Great attention to detail, for updating the user guide!

qstommyshu · 2025-04-13T01:05:06Z

Intended optimization

If the memory pool is enough to hold more batches at a time (while spill_max_spill_merge_degree is still limited to 4, in case the merge-degree is too large and hurt performance in some cases) One additional config sort_buffer_batch_capacity is introduced, and set to 16 in the above example, the execution will look like: ...

Thanks for the clear explanation, that's a lot of great works, and looks really cool!

alamb · 2025-04-13T10:53:31Z

I plan to re-review this tomorrow

rluvaton · 2025-04-13T17:23:56Z

datafusion/common/src/config.rs

+        /// preserving-merged and re-spilled, and the step will be repeated to reduce
+        /// the number of spilled files in multiple passes, until a final sorted run
+        /// can be produced.
+        pub sort_max_spill_merge_degree: usize, default = 16


I have a concern about this that there can still be memory issue, if the batch from each stream together is above the memory limit

I have an implementation for this that is completely memory safe and will try to create a PR for that for inspiration

The way to decide on the degree is actually by storing for each spill file the largest amount of memory a single record batch taken, and then when deciding on the degree, you simply grow until you can no longer.

The reason why I'm picky about this is that it is a new configuration that will be hard to deprecate or change

@2010YOUY01 and @alamb I hope before you merge this PR to look at #15700 to see what I mean

The reason why I'm picky about this is that it is a new configuration that will be hard to deprecate or change

This is a solid point, this option is intended to be manually set, and it has to ensure (max_batch_size * per_partition_merge_degree * partition_count) < total_memory_limit. If it's set correctly for a query, then the query should succeed.
The problem is the ever-growing number of configurations in DataFusion, and it seems impossible to set them all correctly. Enabling parallel merging optimization would require introducing yet another configuration, I'm also trying to avoid that (though too-many-configs problem might be a harsh reality we must accept).

I'm keeping open my alternative approach as it seems working in limited memory envs as well (tested it locally with more data)

rluvaton · 2025-04-13T19:52:06Z

Also, to have a fully working larger than memory sort, you need to spill in

datafusion/datafusion/physical-plan/src/sorts/builder.rs

Line 74 in 362fcdf

.try_grow(get_record_batch_memory_size(&batch))?;

In case the memory reservation is failing

Could you elaborate? I don't get it.

Maybe the description for #15700 might help

2010YOUY01 · 2025-04-14T03:55:26Z

Also, to have a fully working larger than memory sort, you need to spill in

datafusion/datafusion/physical-plan/src/sorts/builder.rs

Line 74 in 362fcdf

.try_grow(get_record_batch_memory_size(&batch))?;

In case the memory reservation is failing

Could you elaborate? I don't get it.

Maybe the description for #15700 might help

Thank you for providing an alternative approach.

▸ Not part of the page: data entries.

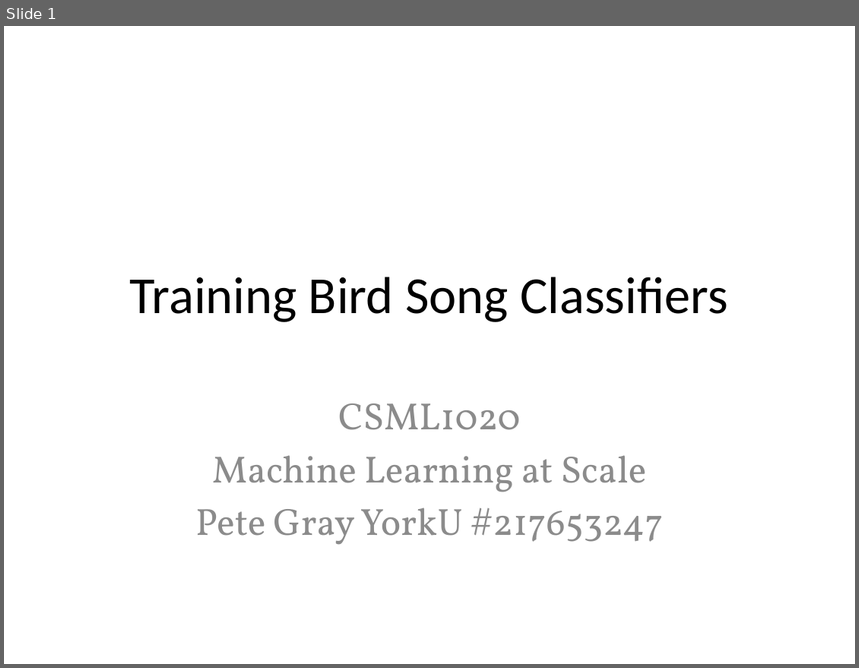
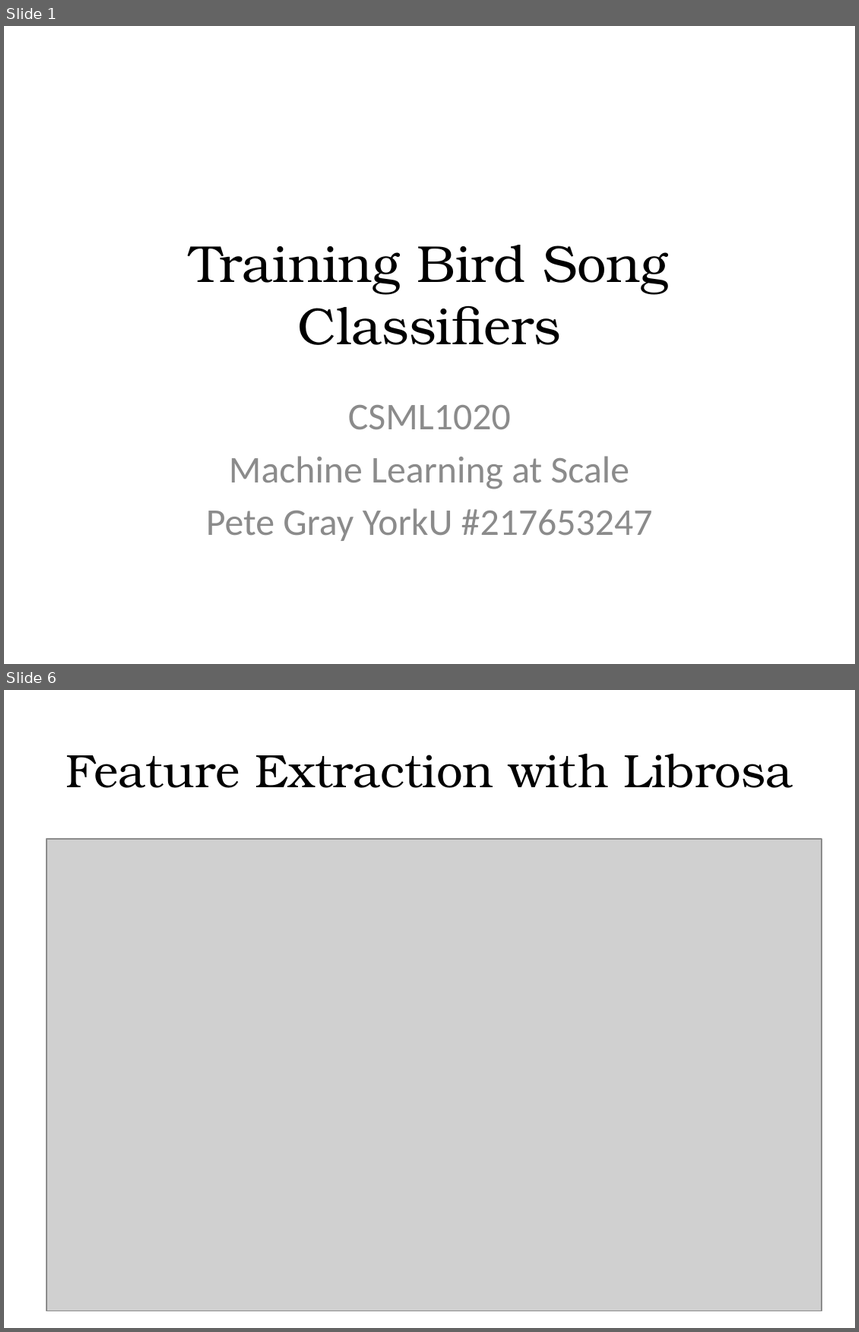
Before and after one commit to 3dspace/machine-learning-at-scale, a slide deck: training_birdsong_classifiers.pptx. Shown one above the other, each under a label of ours: slide 1 before the commit, slides 1 and 6 after it; the slides between them are not shown. The pictures are 859x668 and 859x1332 pixels, drawn with LibreOffice and Linux fonts; fonts in the diff are those of the drawing; grey boxes stand for pictures. Boxes give left, top, right and bottom in pixels: in the first picture for what was removed or moved away, otherwise in the second. Text is boxed around its words. In the diff, an @@ line names an element or a change of style, - is before the commit and + after.

```diff
--- a/training_birdsong_classifiers.pptx
+++ b/training_birdsong_classifiers.pptx
@@ slide 6 added at box(4, 690, 855, 1328), background #FFFFFF @@
@@ title added at box(66, 753, 794, 788), 39.6 pt, text #000000 @@
+Feature Extraction with Librosa
@@ picture added at box(47, 839, 822, 1312) @@
@@ slide 1 changed as well @@
@@ title "Training Bird Song Classifiers" at box(190, 245, 669, 345): font Calibri to TeX Gyre Bonum @@
@@ subtitle "CSML1020" at box(206, 405, 653, 541): font Vollkorn to Calibri @@
```
Also in this commit, not shown: 4 other slides changed, 8 other slides added, 1 slide removed.

I described my primary concern in #15700 (comment), I think it is not realistic to determine a batch’s memory size after a spilling roundtrip due to the implementation complexity. In such cases, if the estimation is off by a factor of 2, the actual memory usage could also increase by a factor of 2, which is not ideal.

rluvaton · 2025-04-14T08:29:20Z

Thank you, can you please take the fuzz test that I created in my pr and add it to yours, making sure it will pass (it will require you updating row_hash.rs file

alamb · 2025-04-15T18:49:41Z

Benchmark results: (I think there is no significant regression for an extra round of re-spill, if it's running on a machine with fast SSDs)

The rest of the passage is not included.